Ланкес признавал только или — или: голова или хвост, утонула или пала. У меня он отнимал сигареты, обер-лейтенанта сбросил с дюн, от моей рыбы отъел кусок, а ребенку, который, собственно говоря, был посвящен небу, он показал глубины нашего бункера и, пока она еще уплывала в открытое море, уже набрасывал грубой шишковатой ногой в воздухе картину, уже задавал формат, уже озаглавливал: «Приливные монашки». «Монашки в прилив». «Тонущие монашки». «Двадцать пять тысяч монашек». Поперечный формат: «Монашки на высоте Трафальгара». Вертикальный формат: «Монашки одерживают победу над лордом Нельсоном». «Монашки при встречном ветре». «Монашки при попутном ветре». «Монашки плывут против ветра». Чернота, много черноты, размытая белизна и синева поверх льда: «Высадка» или: «Мистически-варварски-скучливо» — старое его название для бетона, еще из военных времен. И все эти картины, все эти вертикальные и поперечные форматы художник Ланкес нарисовал, когда мы вернулись в Рейнланд, он выпускал целые монашеские серии, он нашел торговца, который заинтересовался картинами про монашек, он выставил сорок три картины, семнадцать из них он продал собирателям, фабрикантам, музеям, даже одному американцу, он дал критикам повод сравнивать его, Ланкеса, с Пикассо и своим успехом убедил меня, Оскара, найти ту визитную карточку импресарио доктора Деша, ибо не только искусство Ланкеса, но и мое искусство требовало хлеба: предстояло с помощью жестяного барабана превратить впечатления трехлетнего барабанщика Оскара за довоенные и военные годы в чистое, звонкое золото послевоенной поры.

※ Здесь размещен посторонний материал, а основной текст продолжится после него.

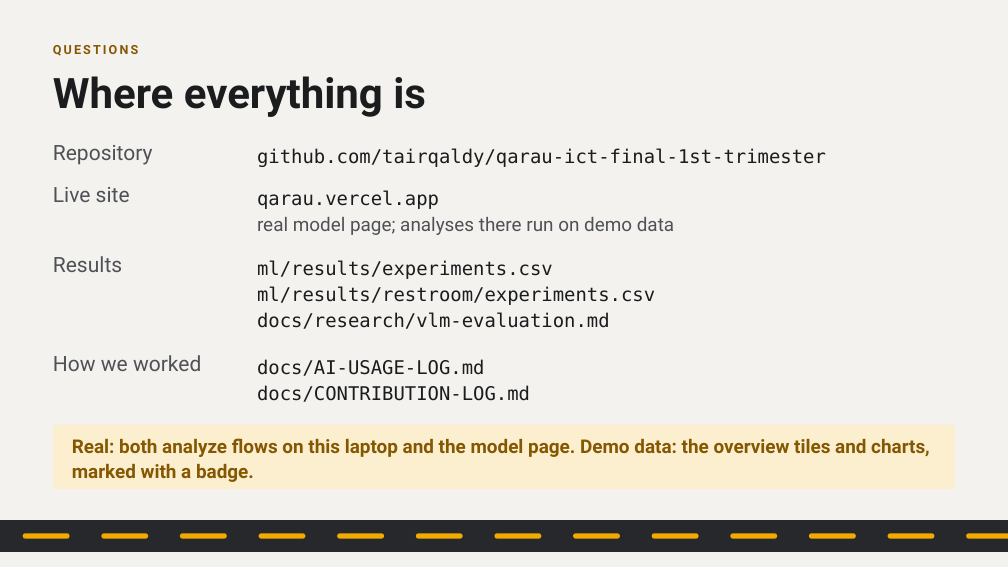
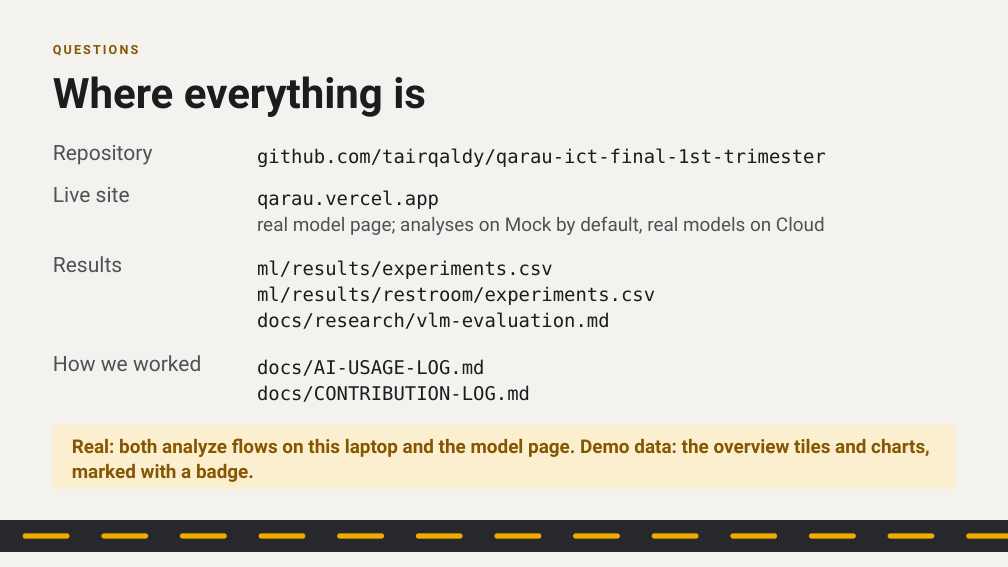
Before and after one commit to tairqaldy/jolscan-ict-final-1st-trimester, a slide deck: slide 12 of docs/deck/qarau-defense-deck.pptx. Drawn at 1008x567 pixels with LibreOffice and Linux fonts; fonts in the diff are those of the drawing. Boxes give left, top, right and bottom in pixels: in the first picture for what was removed or moved away, otherwise in the second. Text is boxed around its words. In the diff, an @@ line names an element or a change of style, - is before the commit and + after.

```diff
--- a/docs/deck/qarau-defense-deck.pptx
+++ b/docs/deck/qarau-defense-deck.pptx
@@ text at (257, 216, 825, 235): text changed @@
-real model page; analyses there run on demo data
+real model page; analyses on Mock by default, real models on Cloud
```
Also in this commit, not shown: 5 other slides changed, 5 slides added, 8 other files.

— Ну так как же, спросил Цайдлер, вы вообще больше не собираетесь работать?
Его очень раздражало, что Клепп и Оскар сидели то в комнате у Клеппа, то у Оскара и ровным счетом ничего не делали. Правда, из остатка тех денег, которые в виде аванса вручил мне доктор Деш на Южном кладбище, когда хоронили Шму, я оплатил обе комнаты за октябрь, а вот ноябрь грозил стать хмурым месяцем даже и в финансовом смысле.
Причем разного рода предложений нам хватало с лихвой. Мы могли бы, к примеру, играть джаз в том либо ином кафе с танцами, а то в ночных ресторанах. Но Оскар не желал больше играть джаз. Мы все время спорили с Клеппом. Он утверждал, будто мой новый способ барабанить не имеет к джазу никакого отношения. Я не возражал. Тогда он обозвал меня предателем джазовой идеи.
Лишь когда в начале ноября Клепп отыскал нового ударника, Бобби из «Единорога», короче, вполне подходящего человека, — а вместе с Бобби и ангажемент в Старом городе, мы снова стали общаться как друзья, хотя Клепп уже и тогда начал в духе своей КПГ больше говорить, чем думать.
Впрочем, передо мной еще была открыта дверь концертной агентуры Деша. Возвращаться к Марии я не хотел, да и не мог, тем более что ее поклонник Штенцель собирался подать на развод, чтобы после развода сделать мою Марию Марией Штенцель. Порой меня заносило на Молельную тропу, к Корнеффу, где я выбивал какую-нибудь надпись, наведывался я также и в академию, давал ретивым ученикам возможность чернить меня карандашом и абстрагировать, часто навещал, без всякой, впрочем, цели, музу Уллу, которой вскоре после нашей поездки на Атлантический вал пришлось расторгнуть свою помолвку с художником Ланкесом, потому что тот желал теперь писать исключительно дорогие картины с монахинями, а музу Уллу даже и лупцевать больше не желал.
Тем временем визитная карточка доктора Деша тихо и настырно лежала на моем столе рядом с ванной. Когда в один прекрасный день я ее попросту разорвал и выбросил, поскольку не желал иметь с доктором Дешем ничего общего, мне, к ужасу моему, стало ясно, что я могу продекламировать наизусть, как стихотворение, и телефонный номер, и точный адрес концертного агентства. Так я и делал три дня подряд, я не мог заснуть из-за этого номера, а потому на четвертый день отыскал телефонную будку, набрал номер, получил Деша, тот сразу повел себя так, словно круглосуточно ожидал моего звонка, и попросил меня прийти к нему в тот же день после обеда, ибо хотел представить своему шефу. Шеф-де ожидает господина Мацерата.